La mayor dificultad de sentarse a una mesa solo es que no hay nada que te distraiga de oír las conversaciones de los demás. No es que esté espiando, es que no puedo evitar oírlas. Casi todos hablan del circo, y no está mal. Lo que sí está mal es que el Viejo Pedorro McGuinty está sentado en mi mesa habitual, con mis amigas y concediendo audiencia como si fuera el rey Arturo. Y eso no es todo: al parecer le dijo a algún trabajador del circo que él les llevaba el agua a los elefantes y ¡le han cambiado la localidad a una silla de pista! ¡Increíble! Y ahí está, fanfarroneando sin parar del trato especial que le han dado mientras Hazel, Doris y Norma le miran con adoración.
No puedo aguantarlo más. Bajo la mirada al plato. Un guiso de algo cubierto de salsa descolorida y guarnición de gelatina llena de agujeros.
—¡Enfermera! —ladro—. ¡Enfermera!
Una de ellas levanta la mirada y me ve. Puesto que resulta evidente que no me estoy muriendo, se toma su tiempo para venir a verme.
—¿Qué puedo hacer por usted, señor Jankowski?
—¿Traerme un poco de comida de verdad?
—¿Cómo dice?
—Comida de verdad. Ya sabe..., esas cosas que come la gente fuera de aquí.
—Oh, señor Jankowski.
—No me venga con <<Oh, señor Jankowski...>>, jovencita. Esto es comida de guardería, y la última vez que me vi no tenía cinco años. Tengo noventa. O noventa y tres.
—No es comida de guardería.
—Sí lo es. No tiene sustancia. Fíjese... —digo arrastrando el tenedor por encima del montoncito cubierto de salsa.

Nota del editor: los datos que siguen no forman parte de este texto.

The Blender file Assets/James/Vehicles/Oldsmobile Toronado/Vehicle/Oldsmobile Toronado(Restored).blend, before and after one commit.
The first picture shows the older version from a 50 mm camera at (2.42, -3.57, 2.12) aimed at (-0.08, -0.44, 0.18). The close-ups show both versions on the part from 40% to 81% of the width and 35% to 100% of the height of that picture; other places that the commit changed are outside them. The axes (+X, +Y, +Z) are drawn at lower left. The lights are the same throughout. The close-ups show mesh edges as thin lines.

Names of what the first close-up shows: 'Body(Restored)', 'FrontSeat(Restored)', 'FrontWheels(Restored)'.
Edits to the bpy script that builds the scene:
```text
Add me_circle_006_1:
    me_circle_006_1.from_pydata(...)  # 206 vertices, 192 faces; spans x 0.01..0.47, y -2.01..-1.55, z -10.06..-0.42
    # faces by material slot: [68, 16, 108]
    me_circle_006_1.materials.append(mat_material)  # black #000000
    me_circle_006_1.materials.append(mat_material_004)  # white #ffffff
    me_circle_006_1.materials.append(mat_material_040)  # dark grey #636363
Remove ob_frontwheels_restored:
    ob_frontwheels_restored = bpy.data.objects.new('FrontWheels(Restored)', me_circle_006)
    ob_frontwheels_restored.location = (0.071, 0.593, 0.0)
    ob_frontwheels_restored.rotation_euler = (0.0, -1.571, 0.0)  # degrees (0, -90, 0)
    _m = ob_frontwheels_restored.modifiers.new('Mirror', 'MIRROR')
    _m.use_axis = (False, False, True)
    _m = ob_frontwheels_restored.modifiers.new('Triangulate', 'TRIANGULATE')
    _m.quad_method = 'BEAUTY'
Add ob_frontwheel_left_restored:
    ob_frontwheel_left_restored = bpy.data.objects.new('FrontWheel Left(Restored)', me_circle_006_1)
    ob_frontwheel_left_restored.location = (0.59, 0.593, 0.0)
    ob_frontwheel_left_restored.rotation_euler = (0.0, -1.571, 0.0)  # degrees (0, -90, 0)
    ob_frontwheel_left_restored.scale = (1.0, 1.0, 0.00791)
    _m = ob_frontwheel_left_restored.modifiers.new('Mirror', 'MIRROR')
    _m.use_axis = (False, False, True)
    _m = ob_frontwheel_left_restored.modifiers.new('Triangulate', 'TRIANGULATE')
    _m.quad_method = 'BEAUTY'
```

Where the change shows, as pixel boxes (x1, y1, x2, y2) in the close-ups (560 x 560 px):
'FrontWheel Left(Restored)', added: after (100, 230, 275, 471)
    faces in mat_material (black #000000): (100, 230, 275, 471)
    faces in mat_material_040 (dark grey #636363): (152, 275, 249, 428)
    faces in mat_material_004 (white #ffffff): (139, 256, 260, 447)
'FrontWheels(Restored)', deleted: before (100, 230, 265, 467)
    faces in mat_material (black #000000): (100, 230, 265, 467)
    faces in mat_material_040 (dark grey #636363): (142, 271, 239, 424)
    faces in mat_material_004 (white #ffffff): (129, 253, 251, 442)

Se desmorona en grumos y me quedo con un tenedor manchado en la mano—. ¿Llaman a esto comida? Quiero algo en lo que pueda clavar los dientes. Algo que cruja. ¿Y qué se supone que es esto exactamente? —digo pinchando el pegote de gelatina. Se menea de forma escandalosa, como pechos que conocí en otros tiempos.
—Es ensalada.
—¿Ensalada? ¿Ve alguna verdura? Yo no veo ninguna verdura.
—Es ensalada de fruta —dice con voz firme pero forzada.
—¿Ve usted alguna fruta?
—Sí. La verdad es que sí la veo—dice señalando uno de los agujeros—. Ahí. Y ahí. Es un trozo de plátano, y eso es una uva. ¿Por qué no la prueba?
—¿Por qué no la prueba usted?
Ella cruza los brazos sobre el pecho. A la maestra gruñona se le ha acabado la paciencia.
—Esta comida es para los residentes. Está específicamente concebida por un nutricionista especializado en geriatría...
—No la quiero. Quiero comida de verdad.
El comedor entero permanece en silencio. Miro alrededor. Todos los ojos se clavan en mí.
—¿Qué? —digo en voz alta—. ¿Es pedir demasiado? ¿Es que aquí nadie más echa de menos la comida? Estoy seguro de que no podéis estar todos contentos con esta... ¿papilla? —pongo la mano en el borde del plato y le doy un empujón.
Un empujón flojito.
En serio.
El plato cruza la mesa a toda velocidad y se estrella contra el suelo.
Han llamado a la doctora Rashid. Se sienta al lado de mi cama y me hace preguntas que intento responder cortésmente, pero estoy tan harto de que me traten como a una persona poco razonable que puedo parecerle un tanto malhumorado.
Al cabo de media hora le pide a la enfermera que salga al pasillo con ella. Me esfuerzo por oírlas, no pillan más que palabras sueltas: <<depresión muy grave>> y <<se manifiesta en agresiones, no del todo infrecuentes en pacientes geriátricos>>.
—¡No estoy sordo, saben! —grito desde la cama—. ¡Sólo soy viejo!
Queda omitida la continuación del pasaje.